Does anyone else remember, a few years ago some scientists were claiming they had found evidence of this happening on earth. They made a big splash with a Reddit post and it got some traction online and seemed somewhat legit. They said they were going to come out with more proof shortly.
Given I haven't heard of it since then I'm going to guess it didn't work out, but I still found it intriguing.


----------



## Hollywood Hitler (Jul 20, 2020)

I believe alien probes are walking among us; very high-tech realistic looking human androids are observing us.


----------



## Lemmingwise (Jul 21, 2020)

Minister Burroughs said:


> Even if aliens existed, they'd probably be assholes. I mean, if you came to Earth and a bunch of smelly bipods grabbed you and stuck you in a glass room and fed you grass, would you really want to cooperate and show them how to cure diseases that they physiologically can't get?
> The concept of aliens managing to find us is mind-boggling. The idea of us finding them is laughable. The odds that we're similar enough to have a meaningful exchange of ideas is positively ludicrous. After all, showing up to Africa not speaking the language will get you shot for your fillings. How can we expect aliens to treat us differently?



At least we share a common ancestor.

What's the last time we tried to develop contact with non-human species? What would be the value to talk with a lion or seal if we could?
What's the chance of an alien being both of comparable intellect and comparable sociability and having comparative perspective to facilitate communication?

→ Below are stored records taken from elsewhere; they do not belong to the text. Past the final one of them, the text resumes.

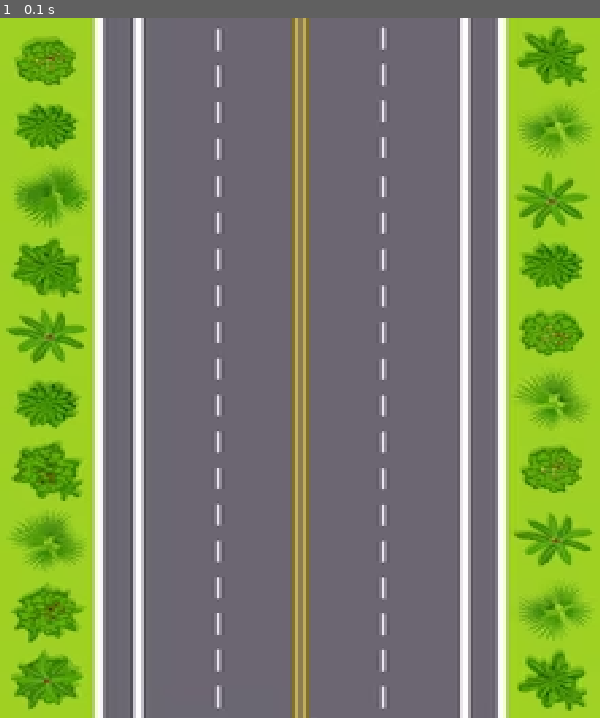
Above: before the commit, frame 1.
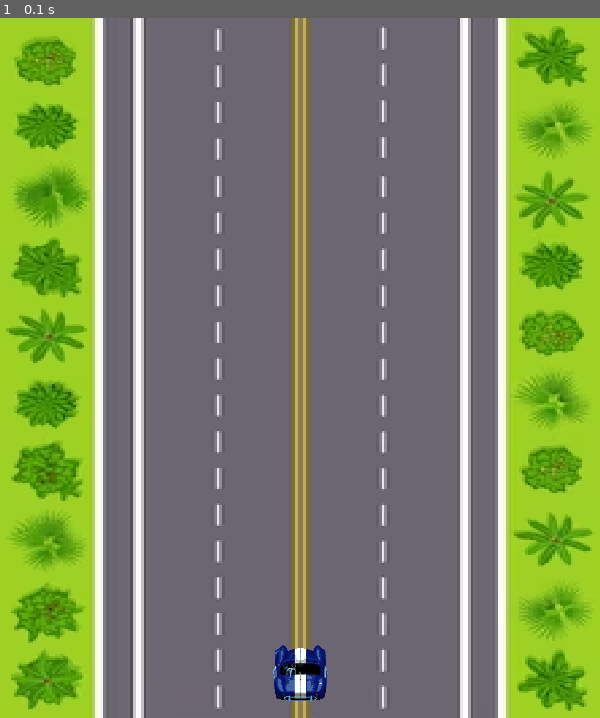
Above: after the commit, the same moment.

Repository: Bruno-Franzo/Pygame.carrinho
Game: pygame game, started from OJOGO.py
Same seed, same stepped clock (60 frames per second), same inputs: the game is played once before the commit and once after it.
Inputs:
- Up to frame 1 (0.1 s): no input

The runs differ from the first frame. In frame 1, 0.6% of the frame differs, in the area x 45-55%, y 89-98%.

Commit message:
adicionando jogador ao cenario

Diff:
--- a/OJOGO.py
+++ b/OJOGO.py
@@ -16,13 +16,54 @@
 #inicia assets
 background= pygame.image.load('assets/img/Rua.png')
 background = pygame.transform.scale(background,(WIDTH,HEIGHT))
+jogador_img= pygame.image.load('assets/img/carro.frente.png')
+jogador_direita_img= pygame.image.load('assets/img/car.Direita.png')
+jogador_esquerda_img= pygame.image.load('assets/img/car.Esquerda.png')
+
 
 
 
 #iniciando estrutura de dados
-game = True
+#Definindo classes
+class Jogador(pygame.sprite.Sprite):
+    def __init__(self, img):
+        # Classe mae(sprite)
+        pygame.sprite.Sprite.__init__(self)
+
+        self.image= img
+        self.rect= self.image.get_rect()
+        self.rect.centerx = WIDTH / 2
+        self.rect.bottom= HEIGHT - 10
+        self.speedx = 0
+
+    def update(self):
+        #atualiza posicao do jogador
+        self.rect.x += self.speedx
+
+        # Mantem dentro da tela
+        if self.rect.right > WIDTH:
+            self.rect.right = WIDTH
+        if self.rect.left < 0:
+            self.rect.left = 0
+
+
+
+#criando um grupo de sprites
+all_sprites = pygame.sprite.Group()
+
+
+# Criando o jogador
+player= Jogador(jogador_img)
+all_sprites.add(player)
+
+
+
+
+
+
 
 #loop principal do jogo
+game = True
 while game:
     #    olha os eventos
     for event in pygame.event.get():
@@ -34,6 +75,8 @@
     # gera as saidas
     window.fill((255, 255, 255))  # Preenche com a cor branca
     window.blit(background, (0, 0))
+    #desenhando sprites
+    all_sprites.draw(window)
 
 
     #atualiza o estado do jogo
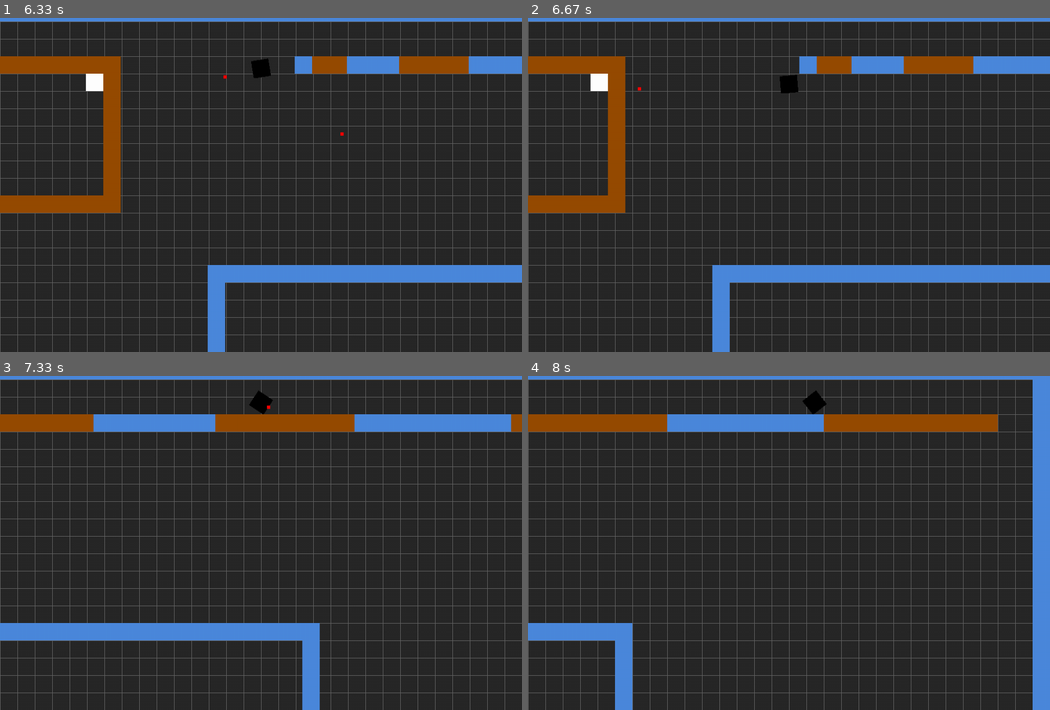
Above: before the commit, frames 1-4 (two rows, left to right).
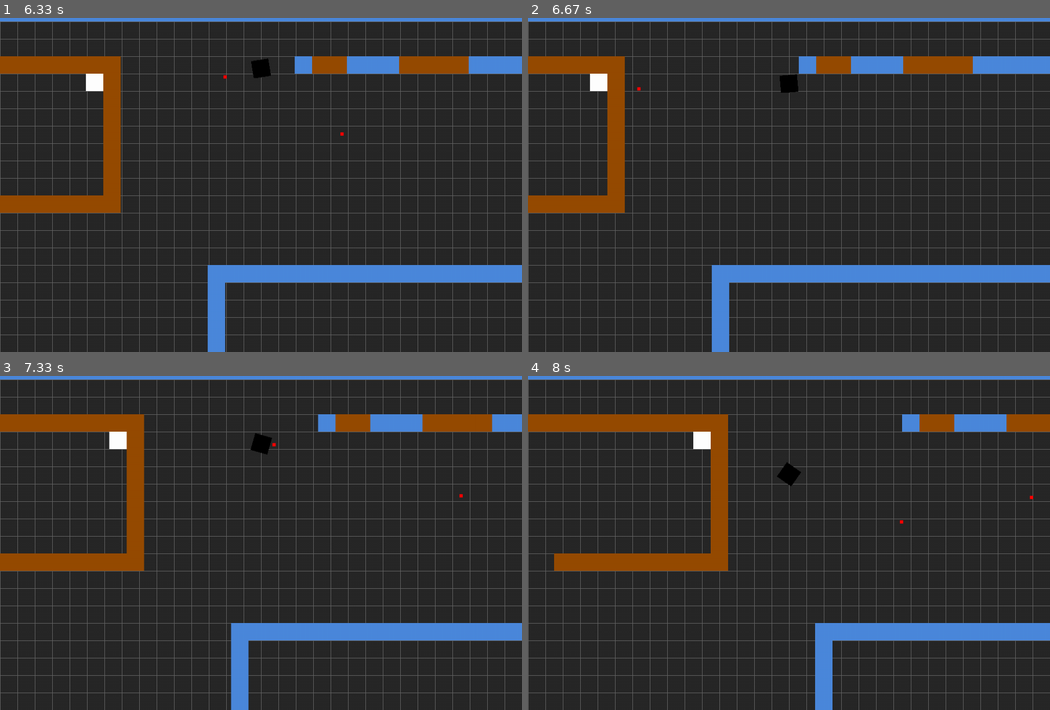
Above: after the commit, the same moments.

Repository: kangshwan/coop_pygame
Game: pygame game, started from main.py
Same seed, same stepped clock (60 frames per second), same inputs: the game is played once before the commit and once after it.
Inputs (mouse positions are in pixels of both pictures, inside the frame that each line leads up to):
- Up to frame 1 (6.33 s): click (261, 178) at 0.38 s; hold D 0.67-1.13 s; click (428, 168) at 0.75 s; hold W 1.17-1.47 s; click (135, 181) at 1.25 s; hold D 1.5-1.97 s; click (99, 124) at 1.58 s; hold A 2-2.53 s; click (339, 54) at 2.08 s; hold S 2.57-2.87 s; click (323, 208) at 2.65 s; hold A 2.9-3.3 s; click (271, 61) at 2.98 s; hold W 3.33-3.7 s; click (73, 168) at 3.42 s; hold D 3.73-4.37 s; click (266, 215) at 3.82 s; hold S 4.4-4.77 s; click (245, 118) at 4.48 s; hold A 4.8-5.27 s; click (396, 231) at 4.88 s; hold D 5.3-5.77 s; click (177, 64) at 5.38 s; hold W 5.8-6.1 s; click (396, 148) at 5.88 s; hold D from 6.13 s (still down); click (62, 101) at 6.22 s
- Up to frame 2 (6.67 s): release D at 6.6 s; hold A from 6.63 s (still down)
- Up to frame 3 (7.33 s): click (448, 509) at 6.72 s; release A at 7.17 s; hold S from 7.2 s (still down); click (370, 476) at 7.28 s
- Up to frame 4 (8 s): release S at 7.5 s; hold A 7.53-7.93 s; click (971, 603) at 7.62 s; hold W from 7.97 s (still down)

Frame 1 is identical in both runs. In frame 2, 0.2% of the frame differs, in the area x 11-86%, y 11-100%; in frame 3, 12%; in frame 4, 15%, in the area x 0-100%, y 1-100%.

Commit message:
deal with bug with the wall

Diff:
--- a/main.py
+++ b/main.py
@@ -137,7 +137,7 @@
         self.draw_grid()
         for sprite in self.all_sprites:
             self.screen.blit(sprite.image, self.camera.apply(sprite))
-
+        pg.draw.rect(self.screen, WHITE, self.player.hitbox,2)
         pg.display.update()
 
     def load_data(self):
--- a/setting.py
+++ b/setting.py
@@ -1,3 +1,4 @@
+import pygame as pg
 # this file is basic settings of game
 TITLE = "Zombie Survival"
 WIDTH = 960
@@ -24,11 +25,15 @@
 #player properties
 PLAYER_ACC = 0.45
 PLAYER_FRICTION = -0.05
+PLAYER_HIT_BOX = pg.Rect(0, 0, 35, 35)
+PLAYER_HEALTH = 100
 
 # gun properties
 BULLET_SPEED = 500
 BULLET_LIFETIME = 700
 BULLET_RATE = 300
+BULLET_DAMAGE = 5
+
 PISTOL_SPEED = 500
 PISTOL_LIFETIME = 700
 PISTOL_RATE = 250
--- a/sprites.py
+++ b/sprites.py
@@ -3,6 +3,7 @@
 import pygame as pg
 import random
 from setting import *
+from tilemap import *
 from time import sleep
 import math
 
@@ -24,6 +25,8 @@
         #self.image = self.standing_frames[0]
         self.orig_image = self.image
         self.rect = self.image.get_rect()
+        self.hitbox = PLAYER_HIT_BOX
+        self.hitbox.center = self.rect.center
         self.pos = vec(x*32, y*32)
         self.vel = vec(0,0)
         self.acc = vec(0,0)
@@ -112,15 +115,16 @@
             self.vel *= self.max_speed/math.sqrt(self.vel.x**2+self.vel.y**2)
             # simple vector calculate / 간단한 벡터계산을 이용하였음. 현재속력이 3보다 클경우 3으로 고정하기위한 수식.
         self.pos += self.vel
-        self.rect.centerx = self.pos.x
+        self.hitbox.centerx = self.pos.x
         self.collide_with_walls('x')
-        self.rect.centery = self.pos.y
+        self.hitbox.centery = self.pos.y
         self.collide_with_walls('y')
-        self.rect.centerx = self.pos.x
+        self.hitbox.centerx = self.pos.x
         self.collide_with_enemy('x')
-        self.rect.centery = self.pos.y
+        self.hitbox.centery = self.pos.y
         self.collide_with_enemy('y')
         self.collide_with_feed()
+        self.rect.center = self.hitbox.center
 
         if self.now - self.last_speed > SPEEDUP_RATE:
             self.max_speed = 3
@@ -129,29 +133,29 @@
         if dir == 'x':
             # see collide with x axis
             # x 방향으로 충돌 확인
-            hits = pg.sprite.spritecollide(self, self.game.walls, False)
+            hits = pg.sprite.spritecollide(self, self.game.walls, False, collide_hit_rect)
             if hits:
                 if self.vel.x > 0:
-                    self.pos.x = hits[0].rect.left - self.rect.width/2
+                    self.pos.x = hits[0].rect.left - self.hitbox.width/2
                     # x 방향 속도가 양수일 경우 -> 오른쪽으로 진행하고있음 따라서 position을 다시 세팅해줌
                 if self.vel.x < 0:
-                    self.pos.x = hits[0].rect.right + self.rect.width/2
+                    self.pos.x = hits[0].rect.right + self.hitbox.width/2
                     # x 방향 속도가 음수일 경우 -> 왼쪽으로 진행하고있음 따라서 position을 다시 세팅해줌
                 self.vel.x = 0
                 # 부딫혔으니 x방향 속도를 0으로 해줌.
-                self.rect.centerx = self.pos.x
+                self.hitbox.centerx = self.pos.x
         if dir == 'y':
-            hits = pg.sprite.spritecollide(self, self.game.walls, False)
+            hits = pg.sprite.spritecollide(self, self.game.walls, False,collide_hit_rect)
             if hits:
                 if self.vel.y > 0:
-                    self.pos.y = hits[0].rect.top - self.rect.height/2
+                    self.pos.y = hits[0].rect.top - self.hitbox.height/2
                     # y 방향 속도가 양수일 경우 -> 아래으로 진행하고있음 따라서 position을 다시 세팅해줌
                 if self.vel.y < 0:
-                    self.pos.y = hits[0].rect.bottom + self.rect.height/2
+                    self.pos.y = hits[0].rect.bottom + self.hitbox.height/2
                     # y 방향 속도가 양수일 경우 -> 위쪽으로 진행하고있음 따라서 position을 다시 세팅해줌
                 self.vel.y = 0
                 # 부딫혔으니 y방향 속도를 0으로 해줌
-                self.rect.centery = self.pos.y
+                self.hitbox.centery = self.pos.y
 
     #위와 동일할것으로 예상
     def collide_with_enemy(self,dir):
@@ -259,9 +263,6 @@
         # 추후 random을 통해 바꿔야함.
         self.item_no = 1
 
-
-
-
 class Wall(pg.sprite.Sprite):
     def __init__(self, game, x, y, color):
         self.groups = game.all_sprites, game.walls
--- a/tilemap.py
+++ b/tilemap.py
@@ -1,5 +1,8 @@
 import pygame as pg
 from setting import *
+
+def collide_hit_rect(first, second):
+    return first.hitbox.colliderect(second.rect)
 class Map:
     def __init__(self, filename):
         self.data = []

By all chance either the alien or the human will stand in absolutely dominating fashion over the other and as a result, will not have interest in communicating as equals.


----------



## Dial M for Misgender (Jul 21, 2020)

I have seen a glowing, maneuvering orb that I believe was an autonomous alien probe.


----------



## Calandrino (Jul 25, 2020)

(already posted in other threads, but...)

No less a newspaper of record than the JYT has admitted that planetary incursions by the saucer men are already well underway. More info from the Pentagon to come.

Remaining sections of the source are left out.